During his senior year in high school, Marcus Dupree rushed for 1,955 yards with 26 touchdowns. On November 13, 1981, Dupree's final high school game was at Choctaw Bowl at Choctaw Central High School's Warriors Stadium. He broke a record on yards rushed. Willie Morris, author, described the audience as "the most distinctive crowds I had ever seen ... four thousand or so people seemed almost an equal of a mix of whites, blacks, and Indians ... After Marcus scored his touchdown, [Sid Salter] saw Cecil Price Sr. who was ... 'jumping up and down and cheering as hard as anyone ... ain't that a kick in the pants?'" In a separate visit in 1983, Dupree came to the school for one-on-one sessions with students.

The stadium on the reservation was the finest I had seen all year, with excellent lights, and a large concrete grandstand on one side, and bleachers on the other. A gymnasium-field house was adjacent to the grandstand with-what else?- WARRIORS in sizable letters on the facade.

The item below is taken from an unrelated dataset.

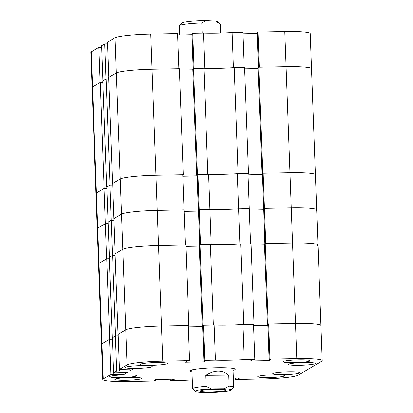 <?xml version="1.0" encoding="UTF-8"?>
<svg xmlns="http://www.w3.org/2000/svg" width="413" height="413" viewBox="0 0 413 413"><rect width="100%" height="100%" fill="white"/><g stroke="black" fill="none" stroke-linecap="round" stroke-linejoin="round"><path stroke-width="0.62" d="M298.971 359.899A13.49 1.322 177.9 0 0 283.132 361.778A13.49 1.322 177.9 0 0 294.257 362.676A13.49 1.322 177.9 0 0 310.096 360.792A13.49 1.322 177.9 0 0 298.971 359.899M273.602 374.839A13.49 1.322 177.9 0 0 257.758 376.723A13.49 1.322 177.9 0 0 268.884 377.616A13.49 1.322 177.9 0 0 284.727 375.732A13.49 1.322 177.9 0 0 273.602 374.839M130.74 377.539A13.49 1.322 177.9 0 0 114.902 379.418A13.49 1.322 177.9 0 0 126.022 380.311A13.49 1.322 177.9 0 0 141.865 378.432A13.49 1.322 177.9 0 0 130.74 377.539M156.109 362.593A13.49 1.322 177.9 0 0 140.27 364.478A13.49 1.322 177.9 0 0 151.395 365.371A13.49 1.322 177.9 0 0 167.234 363.492A13.49 1.322 177.9 0 0 156.109 362.593M304.211 362.578A13.49 1.322 177.9 0 0 288.372 364.457A13.49 1.322 177.9 0 0 299.497 365.35A13.49 1.322 177.9 0 0 315.336 363.471A13.49 1.322 177.9 0 0 304.211 362.578M288.584 371.777A13.49 1.322 177.9 0 0 272.745 373.662A13.49 1.322 177.9 0 0 283.87 374.555A13.49 1.322 177.9 0 0 299.709 372.671A13.49 1.322 177.9 0 0 288.584 371.777M141.122 365.655A13.49 1.322 177.9 0 0 125.284 367.539A13.49 1.322 177.9 0 0 136.409 368.432A13.49 1.322 177.9 0 0 152.247 366.548A13.49 1.322 177.9 0 0 141.122 365.655M125.495 374.859A13.49 1.322 177.9 0 0 109.657 376.744A13.49 1.322 177.9 0 0 120.782 377.637A13.49 1.322 177.9 0 0 136.62 375.753A13.49 1.322 177.9 0 0 125.495 374.859M233.077 370.306A22.741 2.23 177.9 0 0 234.873 369.681A22.741 2.23 177.9 0 0 235.224 369.274A22.741 2.23 177.9 0 0 214.45 367.813A22.741 2.23 177.9 0 0 190.119 370.528A22.741 2.23 177.9 0 0 189.768 370.941A22.741 2.23 177.9 0 0 191.988 371.814M170.125 379.273L170.177 380.76L180.863 380.559A34.692 3.402 177.9 0 1 192.288 380.037M235.358 378.045L235.415 379.526L236.133 379.103L237.903 379.072L239.788 377.962L233.36 378.081M235.415 379.526L262.214 379.02A30.836 3.02 177.9 0 0 297.943 375.272L321.742 361.261A30.836 3.02 177.9 0 0 322.217 360.704A30.836 3.02 177.9 0 0 296.792 358.66L295.501 323.518L268.703 324.024L267.98 324.448L269.271 359.589L271.042 359.553L269.152 360.668L250.443 361.019L252.328 359.909L254.098 359.873L254.816 359.449L253.53 324.313L242.844 324.515L244.129 359.656L254.816 359.449M269.271 359.589L269.988 359.165L296.792 358.66M215.441 360.198L214.151 325.057L203.464 325.258L202.747 325.681L204.037 360.823L204.755 360.399L215.441 360.198A34.692 3.402 177.9 0 0 244.129 359.656M204.037 360.823L205.803 360.786L203.919 361.896L185.21 362.253L187.094 361.143L188.865 361.107L189.582 360.683L188.292 325.542L161.493 326.048A30.836 3.02 177.9 0 0 125.758 329.796L118.17 334.267L119.46 369.408L127.049 364.937L125.758 329.796A30.836 3.02 -2.1 0 1 161.493 326.048L162.779 361.189L189.582 360.683M162.779 361.189A30.836 3.02 177.9 0 0 127.049 364.937M119.46 369.408L133.11 369.005L129.832 370.936L116.678 371.044L115.387 335.903L112.336 337.705L113.621 372.841L116.678 371.044M113.621 372.841L127.271 372.443L123.993 374.374L110.839 374.483L109.548 339.341L101.959 343.812A30.836 3.02 177.9 0 0 101.49 344.37A30.836 3.02 -2.1 0 1 101.959 343.812L103.25 378.953L110.839 374.483M103.25 378.953A30.836 3.02 177.9 0 0 102.775 379.511A30.836 3.02 177.9 0 0 128.206 381.55L155.004 381.044L155.727 380.621L153.956 380.657L155.84 379.547L174.549 379.191L172.665 380.301L170.894 380.337L170.177 380.76M109.548 339.341L112.393 339.29M115.387 335.903L118.232 335.852M188.349 327.029L202.628 326.755L203.919 361.896M214.151 325.057A34.692 3.402 177.9 0 0 242.844 324.515M268.016 325.434L253.582 325.795M265.022 243.66L263.742 208.802L264.459 208.379L265.75 243.52L292.549 243.014A30.836 3.02 -2.1 0 1 317.979 245.059A30.836 3.02 177.9 0 0 292.549 243.014L295.501 323.518A30.836 3.02 -2.1 0 1 320.932 325.563A30.836 3.02 177.9 0 0 295.501 323.518L268.197 324.035L267.454 324.468L267.98 324.458M204.755 360.399L203.464 325.258M269.988 359.165L268.703 324.024M267.867 325.527L269.152 360.668M129.765 369.072L129.832 370.936M119.651 369.403L119.713 370.988M123.926 372.505L123.993 374.374M113.818 372.841L113.874 374.426M155.691 379.635L155.727 380.621M172.629 379.227L172.665 380.301M170.858 379.263L170.894 380.337M237.862 377.998L237.903 379.072M236.091 378.029L236.133 379.103M233.035 369.108A21.244 2.08 177.9 0 0 233.469 368.881A21.244 2.08 177.9 0 0 233.696 368.53M192.03 369.878A20.557 2.013 177.9 0 0 191.926 370.094L192.608 388.747A20.557 2.013 -2.1 0 1 193.356 388.174A20.557 2.013 -2.1 0 1 206.077 386.361L205.674 375.371C214.538 369.733 222.23 369.666 228.756 375.159L229.158 386.15A20.557 2.013 -2.1 0 1 233.696 387.244A20.557 2.013 -2.1 0 1 233.603 387.446L231.141 390.068A17.986 1.76 177.9 0 0 224.14 388.752L211.28 388.87A17.986 1.76 177.9 0 0 195.364 391.379A17.986 1.76 177.9 0 0 202.355 392.35L215.214 392.231A17.986 1.76 177.9 0 0 230.568 390.393A17.986 1.76 177.9 0 0 231.141 390.068M233.696 387.244L233.015 368.587A20.557 2.013 177.9 0 0 232.896 368.381M191.24 370.089A21.244 2.08 177.9 0 0 191.493 370.42A21.244 2.08 177.9 0 0 191.942 370.616M253.541 324.592L254.036 324.303L251.083 243.799L240.681 243.995A34.692 3.402 -2.1 0 1 210.408 244.563L213.361 325.067L202.959 325.268L200.006 244.759L199.267 245.198L202.22 325.702L202.747 325.692M210.408 244.563L200.006 244.759M202.959 325.268L202.22 325.702M202.773 326.384L202.349 326.637L202.313 325.702M188.343 326.9L202.349 326.637M188.798 325.532L185.85 245.028L158.54 245.544A30.836 3.02 177.9 0 0 122.811 249.292A30.836 3.02 -2.1 0 1 158.54 245.544L161.493 326.048L188.798 325.532L188.302 325.826M118.035 334.344L115.088 253.84L122.811 249.292L125.758 329.796L118.175 334.339M112.336 337.777L115.521 335.826L118.226 335.774M109.688 339.264L106.735 258.76L99.012 263.308A30.836 3.02 177.9 0 0 98.537 263.866A30.836 3.02 -2.1 0 1 99.012 263.308L101.959 343.812L109.688 339.264L112.388 339.212M320.457 326.12A30.836 3.02 177.9 0 0 320.932 325.563L316.688 209.918A30.836 3.02 177.9 0 0 291.263 207.873A30.836 3.02 -2.1 0 1 316.688 209.918L315.403 174.776A30.836 3.02 177.9 0 0 289.972 172.732L262.668 173.248L261.925 173.682L263.174 173.238L289.972 172.732A30.836 3.02 -2.1 0 1 315.403 174.776L311.51 68.713A30.836 3.02 177.9 0 0 286.085 66.669L259.281 67.174L257.996 32.038L257.273 32.457L258.553 67.319M268.006 325.155L253.577 325.666M254.036 324.303L243.634 324.499L240.681 243.995M264.537 244.899L251.135 245.152M262.668 173.248L258.775 67.185L286.085 66.669L291.263 207.873L264.459 208.379L291.263 207.873L292.549 243.014L265.244 243.531L264.501 243.964L267.454 324.468M106.735 258.76L109.3 258.708M115.521 335.826L112.568 255.322L109.249 257.278L112.202 337.782M112.568 255.322L115.139 255.27M185.896 246.385L199.298 246.133M268.197 324.035L265.244 243.531M267.583 325.403L267.552 324.468M239.891 244.011L238.6 208.87L249.287 208.663L248.001 173.527L237.315 173.728L238.6 208.87A34.692 3.402 -2.1 0 1 209.912 209.412L211.198 244.553A34.692 3.402 177.9 0 0 239.891 244.011L250.577 243.804L249.287 208.663L238.6 208.87A34.692 3.402 177.9 0 1 209.912 209.412L208.622 174.271L197.935 174.472L197.218 174.895L198.508 210.036L199.226 209.613L209.912 209.412L199.226 209.613L198.508 210.036L199.784 244.894M248.053 175.009L262.338 174.74L263.623 209.881L249.344 210.15L263.778 209.789L264.867 243.753M102.775 379.511L97.246 228.725A30.836 3.02 -2.1 0 1 97.721 228.167L105.31 223.696L97.721 228.167A30.836 3.02 177.9 0 0 97.246 228.725L95.961 193.583A30.836 3.02 -2.1 0 1 96.43 193.026A30.836 3.02 177.9 0 0 95.961 193.583L92.068 87.52A30.836 3.02 -2.1 0 1 92.543 86.962L100.132 82.497L98.846 47.356L91.258 51.821L92.543 86.962A30.836 3.02 177.9 0 0 92.068 87.52L90.783 52.379A30.836 3.02 -2.1 0 1 91.258 51.821M104.019 188.555L105.31 223.696L108.154 223.645L105.31 223.696L106.6 258.837L99.012 263.308L96.43 193.026L104.019 188.555L106.864 188.504M111.149 220.258L108.092 222.055L109.383 257.196L112.434 255.399L111.149 220.258L113.988 220.206L111.149 220.258L109.858 185.117L106.807 186.919L108.092 222.055L111.149 220.258M182.773 175.04L183.269 174.745L155.964 175.262L157.25 210.403A30.836 3.02 177.9 0 0 121.52 214.151L113.931 218.622L115.222 253.763L122.811 249.292L121.52 214.151A30.836 3.02 -2.1 0 1 157.25 210.403L184.053 209.897L182.763 174.756L155.964 175.262A30.836 3.02 177.9 0 0 120.229 179.01L112.646 183.558M182.82 176.243L197.099 175.969L198.39 211.11L184.11 211.384L198.545 211.022L199.634 244.981M197.935 174.472L200.511 244.754L211.198 244.553M158.54 245.544L185.344 245.038L184.053 209.897L157.25 210.403L158.54 245.544M317.504 245.616A30.836 3.02 177.9 0 0 317.979 245.059M209.799 391.896A12.911 1.265 177.9 0 0 226.087 389.955A12.911 1.265 177.9 0 0 216.696 389.206A12.911 1.265 177.9 0 0 200.403 390.899A12.911 1.265 177.9 0 0 209.799 391.896M206.934 389.676A10.924 1.069 177.9 0 0 210.258 389.707A10.924 1.069 177.9 0 0 219.479 389.216M229.158 386.15L224.14 388.752M195.364 391.379L192.716 388.943A20.557 2.013 -2.1 0 1 192.608 388.747M211.28 388.87L206.077 386.361M228.756 375.159L205.674 375.371M192.757 33.267L203.444 33.066L204.734 68.207L194.048 68.408L192.757 33.267L192.04 33.69L193.32 68.548M232.137 32.524L242.823 32.322L244.109 67.464L233.422 67.665L232.137 32.524A34.692 3.402 -2.1 0 1 203.444 33.066M257.309 33.448L242.875 33.804M257.996 32.038L284.794 31.527A30.836 3.02 -2.1 0 1 310.225 33.572L311.51 68.713A30.836 3.02 177.9 0 1 311.041 69.27M98.846 47.356L101.686 47.299M104.68 43.917L101.629 45.714L102.914 80.855L105.971 79.059L104.68 43.917L107.525 43.861M115.057 37.805A30.836 3.02 -2.1 0 1 150.786 34.062L177.585 33.556L178.875 68.697L152.072 69.203A30.836 3.02 177.9 0 0 116.342 72.946L115.057 37.805L107.468 42.276L108.753 77.417L116.342 72.946L108.619 77.494L112.506 183.558M177.642 35.038L192.076 34.677M233.422 67.665A34.692 3.402 -2.1 0 1 204.734 68.207M193.165 68.641L191.921 34.769M258.404 67.407L257.16 33.536M248.012 173.806L248.507 173.517L244.615 67.453L234.217 67.649A34.692 3.402 -2.1 0 1 203.939 68.222L207.832 174.286L197.429 174.482L193.542 68.419L192.799 68.857L196.691 174.916L197.218 174.905M203.939 68.222L193.542 68.419M197.429 174.482L196.691 174.916M197.244 175.597L196.82 175.85L196.784 174.916M182.814 176.114L196.82 175.85M106.807 186.991L109.992 185.039L112.697 184.988M104.159 188.478L100.266 82.414L92.543 86.962L96.43 193.026L104.159 188.478L106.859 188.426M314.928 175.334A30.836 3.02 177.9 0 0 315.403 174.776M262.477 174.369L248.048 174.88M248.507 173.517L238.105 173.713L234.217 67.649M258.068 68.558L244.666 68.811M258.775 67.185L258.037 67.624L261.925 173.682M284.794 31.527L286.085 66.669A30.836 3.02 -2.1 0 1 311.51 68.713M100.266 82.414L102.832 82.368M109.992 185.039L106.105 78.976L102.78 80.933L106.673 186.996M106.105 78.976L108.671 78.929M116.342 72.946A30.836 3.02 -2.1 0 1 152.072 69.203L155.964 175.262A30.836 3.02 -2.1 0 0 120.229 179.01L116.342 72.946M183.269 174.745L179.381 68.687L152.072 69.203L150.786 34.062M179.433 70.04L192.835 69.787M262.054 174.616L262.023 173.682M316.213 210.475A30.836 3.02 177.9 0 0 316.688 209.918M263.174 173.238L264.459 208.379L263.742 208.802L262.451 173.661M113.931 218.622L121.52 214.151L120.229 179.01L112.641 183.48L113.931 218.622M112.703 185.065L109.858 185.117M237.315 173.728A34.692 3.402 -2.1 0 1 208.622 174.271M202.158 33.092L201.792 23.009A20.557 2.013 177.9 0 0 184.363 24.326A20.557 2.013 177.9 0 0 179.397 25.637L181.859 23.014A17.986 1.76 -2.1 0 1 186.206 21.863A17.986 1.76 -2.1 0 1 205.695 20.65L215.751 21.146A17.986 1.76 -2.1 0 1 217.636 21.703L220.284 24.14A20.557 2.013 177.9 0 0 219.845 23.897L220.181 33.055M201.792 23.009L205.695 20.65M179.397 25.637A20.557 2.013 177.9 0 0 179.304 25.838L179.64 35.002M220.712 33.04L220.392 24.331A20.557 2.013 177.9 0 0 220.284 24.14M215.751 21.146L219.845 23.897M322.217 360.704L320.932 325.563M233.469 368.881L233.903 368.577M191.493 370.42L191.038 370.151"/></g></svg>

Although the game was more than an hour away, it was obvious there would be a big crowd.
— Willie Morris

In 1985, Eunice Kennedy Shriver, a member of the Kennedy family and founder of the Special Olympics, spoke and praised the school's involvement with the "Let's Play to Grow" program.

In the mid-1990s, Billy Mills, the second Native American to win an Olympic gold medal, spoke to the school body.

In 2000, John Herrington, the first Native American NASA astronaut, visited the campus. He flew his first space mission two years later as a mission specialist aboard STS-113.

In 2008, Rodney A. Grant, a Native American actor famous for his role in the movie Dances with Wolves, visited the campus.